The preceding sentence shall not apply if the acquisition (or, in the case of clause (ii), the disposition) by the distributee did not have as one of its principal purposes the avoidance of Federal income tax.

(C) Special rule for waivers by entities 

(i) In general Subparagraph (A) shall not apply to a distribution to any entity unless
(I) such entity and each related person meet the requirements of clauses (i), (ii), and (iii) of subparagraph (A), and
(II) each related person agrees to be jointly and severally liable for any deficiency (including interest and additions to tax) resulting from an acquisition described in clause (ii) of subparagraph (A).

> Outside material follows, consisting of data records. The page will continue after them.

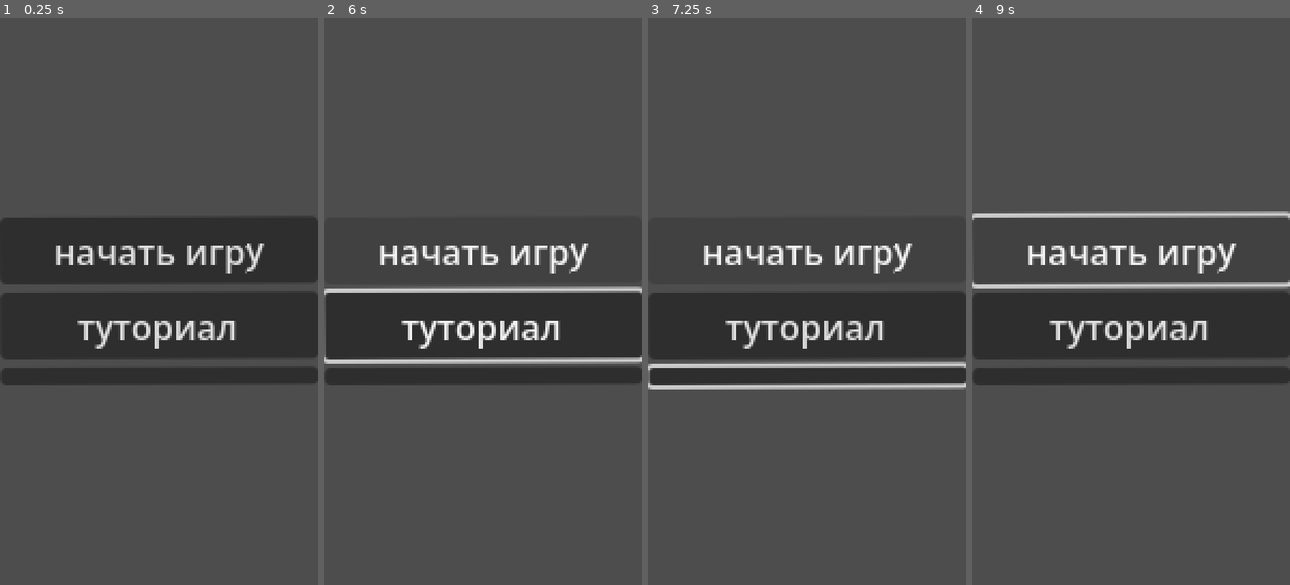
Above: before the commit, frames 1-4 (left to right).
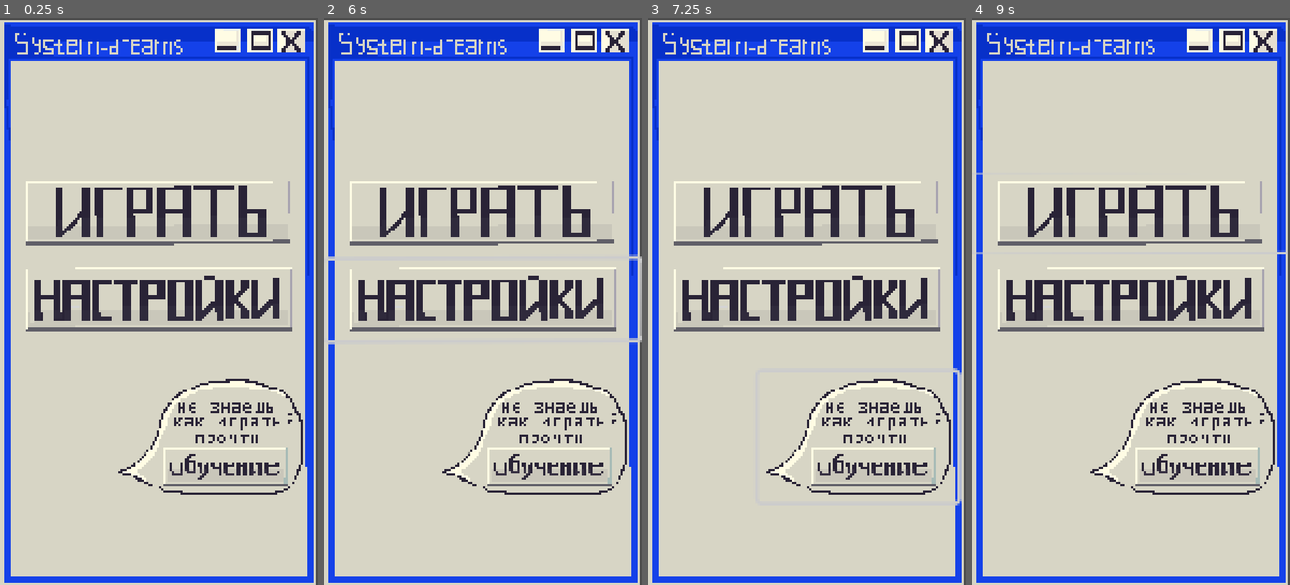
Above: after the commit, the same moments.

Repository: top-it-090304/System-dreams
Game: Godot game, scene res://ui/main_menu/main_menu.tscn
Two runs of this game, one before a commit and one after it. Both use one fixed random seed, a clock stepped at 60 frames per second and the inputs below. This scene is started directly instead of the project's main scene.
Inputs (mouse positions are in pixels of both pictures, inside the frame that each line leads up to):
- Up to frame 1 (0.25 s): no input
- Up to frame 2 (6 s): click (483, 210) at 0.52 s; click (483, 324) at 1.25 s, where only the run before the commit has a clickable "туториал"; click (483, 301) at 2.02 s; click (483, 375) at 2.77 s; click (533, 437) at 3.52 s; click (483, 250) at 4.25 s, where only the run before the commit has a clickable "начать игру"; click (483, 250) at 5 s, where only the run before the commit has a clickable "начать игру"; tap Enter at 5.75 s; hold Right (right) from 5.78 s (still down)
- Up to frame 3 (7.25 s): tap Space at 6.5 s; release Right (right) at 6.53 s; hold Down (down) from 6.53 s (still down)
- Up to frame 4 (9 s): tap Enter at 7.25, 8.75 s; release Down (down) at 7.28 s; hold Right (right) 7.28-8.03 s; tap Space at 8 s; hold Up (up) 8.03-8.78 s; hold Left (left) from 8.78 s (still down)

The runs differ from the first frame. In frame 1, 95% of the frame differs, in the area x 0-100%, y 0-100%; in frame 2, 95%; in frame 3, 95%; in frame 4, 95%.

Commit message:
добавлено отрисованное главное меню

Diff:
--- a/system-dreams/ui/main_menu/main_menu.tscn
+++ b/system-dreams/ui/main_menu/main_menu.tscn
@@ -1,4 +1,9 @@
 [gd_scene format=3 uid="uid://c1amy2ape0ne7"]
+
+[ext_resource type="Texture2D" uid="uid://brprr3vyp70mv" path="res://ui/main_menu/main_menu_back.png" id="1_i5wg5"]
+[ext_resource type="Texture2D" uid="uid://q6vyuss0gohw" path="res://ui/main_menu/button_start.png" id="2_3c04x"]
+[ext_resource type="Texture2D" uid="uid://bquftf3ei1njm" path="res://ui/main_menu/button_settings.png" id="3_joh67"]
+[ext_resource type="Texture2D" uid="uid://by3lqnk6u8qwr" path="res://ui/main_menu/button_tutorial.png" id="4_u184e"]
 
 [node name="Control" type="Control" unique_id=1426797441]
 layout_mode = 3
@@ -12,37 +17,52 @@
 layout_mode = 1
 anchors_preset = -1
 anchor_left = 0.08400001
-anchor_top = 0.24700001
-anchor_right = 0.89900005
+anchor_top = 0.23
+anchor_right = 1.1350001
 anchor_bottom = 0.68100005
-offset_left = -12.432001
-offset_top = -65.208
-offset_right = 14.947998
-offset_bottom = 84.21599
+offset_left = -12.432359
+offset_top = -59.93262
+offset_right = -20.677917
+offset_bottom = 84.50505
 rotation = -0.000517386
-stretch_mode = 6
+texture = ExtResource("1_i5wg5")
+expand_mode = 1
 
 [node name="VBoxContainer" type="VBoxContainer" parent="." unique_id=245725427]
 layout_direction = 2
-layout_mode = 1
-anchors_preset = 14
-anchor_top = 0.5
-anchor_right = 1.0
-anchor_bottom = 0.5
-offset_top = -39.0
-offset_bottom = 39.0
-grow_horizontal = 2
-grow_vertical = 2
+layout_mode = 0
+offset_left = 0.31651005
+offset_top = 72.55251
+offset_right = 163.83725
+offset_bottom = 158.55252
 rotation = -0.004362469
+scale = Vector2(0.9, 0.9)
 alignment = 1
 
-[node name="начать игру" type="Button" parent="VBoxContainer" unique_id=174551196]
+[node name="strart" type="Button" parent="VBoxContainer" unique_id=174551196]
+clip_contents = true
+custom_minimum_size = Vector2(100, 0)
+layout_direction = 2
 layout_mode = 2
-text = "начать игру"
+icon = ExtResource("2_3c04x")
+flat = true
+icon_alignment = 1
 
-[node name="Button2" type="Button" parent="VBoxContainer" unique_id=566822079]
+[node name="settings" type="Button" parent="VBoxContainer" unique_id=566822079]
 layout_mode = 2
-text = "туториал"
+icon = ExtResource("3_joh67")
+flat = true
+icon_alignment = 1
 
-[node name="Button3" type="Button" parent="VBoxContainer" unique_id=1621201355]
+[node name="CenterContainer" type="CenterContainer" parent="." unique_id=2747975]
+layout_mode = 0
+offset_left = 37.000004
+offset_top = 159.0
+offset_right = 181.70589
+offset_bottom = 244.88235
+scale = Vector2(0.85, 0.85)
+
+[node name="Button" type="Button" parent="CenterContainer" unique_id=717707663]
 layout_mode = 2
+icon = ExtResource("4_u184e")
+flat = true
Binary file added: system-dreams/ui/main_menu/button_settings.png
Not shown, added: system-dreams/ui/main_menu/button_settings.png.import
Binary file added: system-dreams/ui/main_menu/button_start.png
Not shown, added: system-dreams/ui/main_menu/button_start.png.import
Binary file added: system-dreams/ui/main_menu/button_tutorial.png
Not shown, added: system-dreams/ui/main_menu/button_tutorial.png.import
Binary file added: system-dreams/ui/main_menu/main_menu_back.png
Not shown, added: system-dreams/ui/main_menu/main_menu_back.png.import
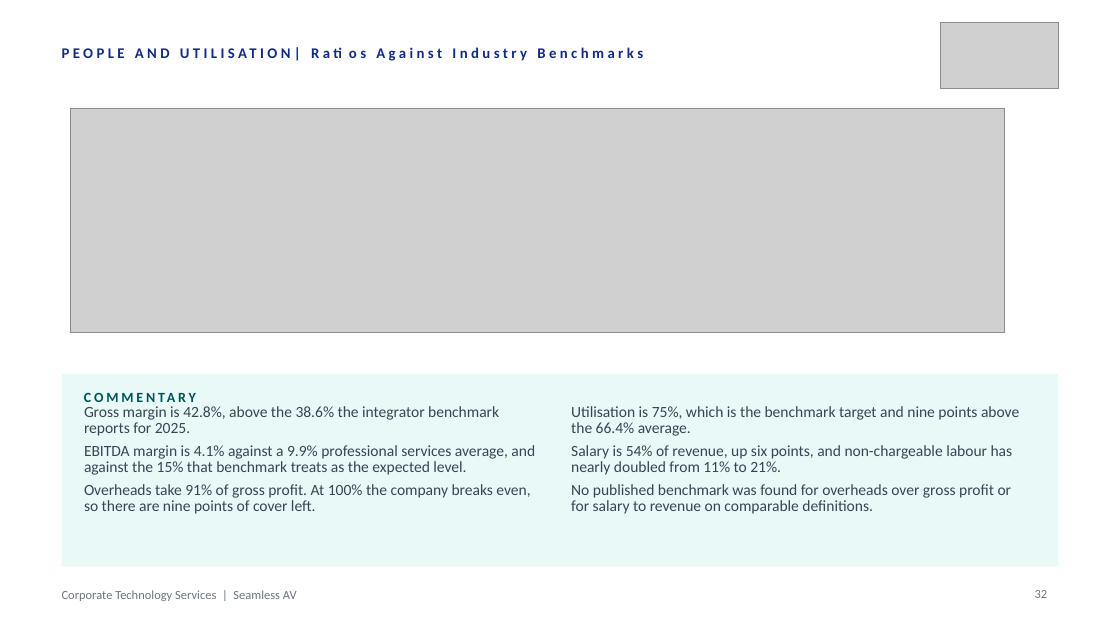
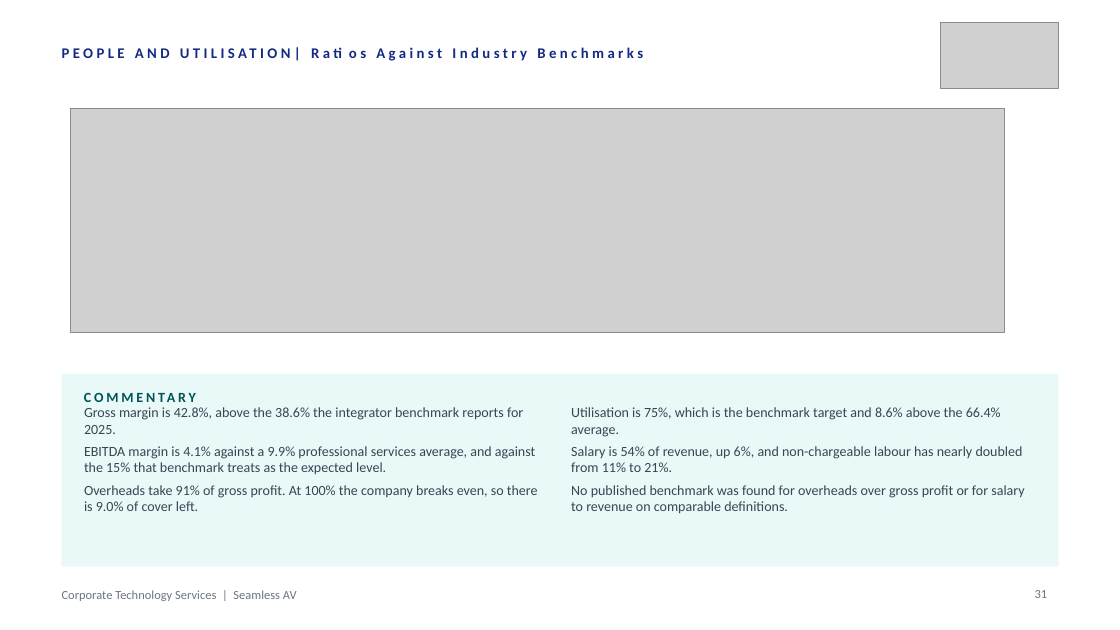
Before and after one commit to WesleyNelson-O33/Claude, a slide deck: slide 31 of deck/CTS Quarterly Business Review - Q1 FY2027.pptx (slide 32 before the commit). Drawn at 1120x630 pixels with LibreOffice and Linux fonts; fonts in the diff are those of the drawing; grey boxes stand for pictures. Boxes give left, top, right and bottom in pixels: in the first picture for what was removed or moved away, otherwise in the second. Text is boxed around its words. In the diff, an @@ line names an element or a change of style, - is before the commit and + after.

```diff
--- a/deck/CTS Quarterly Business Review - Q1 FY2027.pptx
+++ b/deck/CTS Quarterly Business Review - Q1 FY2027.pptx
@@ text at (x1=84, y1=407, x2=535, y2=475): size 10 to 9 pt in "Gross margin is 42.8%, above the 38.6% ...", "EBITDA margin is 4.1% against a 9.9% ..." @@
@@ text at (x1=571, y1=407, x2=1023, y2=472): text changed; size 10 to 9 pt @@
-Utilisation is 75%, which is the benchmark target and nine points above the 66.4% average.
-Salary is 54% of revenue, up six points, and non-chargeable labour has nearly doubled from 11% to 21%.
+Utilisation is 75%, which is the benchmark target and 8.6% above the 66.4% average.
+Salary is 54% of revenue, up 6%, and non-chargeable labour has nearly doubled from 11% to 21%.
@@ text at (x1=84, y1=485, x2=538, y2=511): text changed; size 10 to 9 pt @@
-Overheads take 91% of gross profit. At 100% the company breaks even, so there are nine points of cover left.
+Overheads take 91% of gross profit. At 100% the company breaks even, so there is 9.0% of cover left.
@@ text at (x1=571, y1=485, x2=1024, y2=514): size 10 to 9 pt in "No published benchmark was found for overheads ..." @@
@@ page number at (x1=1035, y1=590, x2=1048, y2=598): text changed @@
-32
+31
```
Also in this commit, not shown: 1 slide removed, 4 other files.

In any case to which the preceding sentence applies, the second sentence of subparagraph (A) and subparagraph (B)(ii) shall be applied by substituting distributee or any related person for distributee each place it appears.

(ii) Definitions For purposes of this subparagraph
(I) the term entity means a partnership, estate, trust, or corporation; and
(II) the term related person means any person to whom ownership of stock in the corporation is (at the time of the distribution) attributable under section 318 (a)(1) if such stock is further attributable to the entity under section 318 (a)(3).
(d) Redemptions treated as distributions of property 
Except as otherwise provided in this subchapter, if a corporation redeems its stock (within the meaning of section 317 (b)), and if subsection (a) of this section does not apply, such redemption shall be treated as a distribution of property to which section 301 applies.
(e) Partial liquidation defined 

(1) In general 
For purposes of subsection (b)(4), a distribution shall be treated as in partial liquidation of a corporation if
(A) the distribution is not essentially equivalent to a dividend (determined at the corporate level rather than at the shareholder level), and
(B) the distribution is pursuant to a plan and occurs within the taxable year in which the plan is adopted or within the succeeding taxable year.
(2) Termination of business 
The distributions which meet the requirements of paragraph (1)(A) shall include (but shall not be limited to) a distribution which meets the requirements of subparagraphs (A) and (B) of this paragraph:
(A) The distribution is attributable to the distributing corporations ceasing to conduct, or consists of the assets of, a qualified trade or business.
(B) Immediately after the distribution, the distributing corporation is actively engaged in the conduct of a qualified trade or business.
(3) Qualified trade or business 
For purposes of paragraph (2), the term qualified trade or business means any trade or business which
(A) was actively conducted throughout the 5-year period ending on the date of the redemption, and
(B) was not acquired by the corporation within such period in a transaction in which gain or loss was recognized in whole or in part.
(4) Redemption may be pro rata 
Whether or not a redemption meets the requirements of subparagraphs (A) and (B) of paragraph (2) shall be determined without regard to whether or not the redemption is pro rata with respect to all of the shareholders of the corporation.
(5) Treatment of certain pass-thru entities 
For purposes of determining under subsection (b)(4) whether any stock is held by a shareholder who is not a corporation, any stock held by a partnership, estate, or trust shall be treated as if it were actually held proportionately by its partners or beneficiaries.
(f) Cross references 
For special rules relating to redemption
(1) Death Taxes.— 
Of stock to pay death taxes, see section 303.
(2) Section 306 Stock.— 
Of section 306 stock, see section 306.
(3) Liquidations.— 
Of stock in complete liquidation, see section 331.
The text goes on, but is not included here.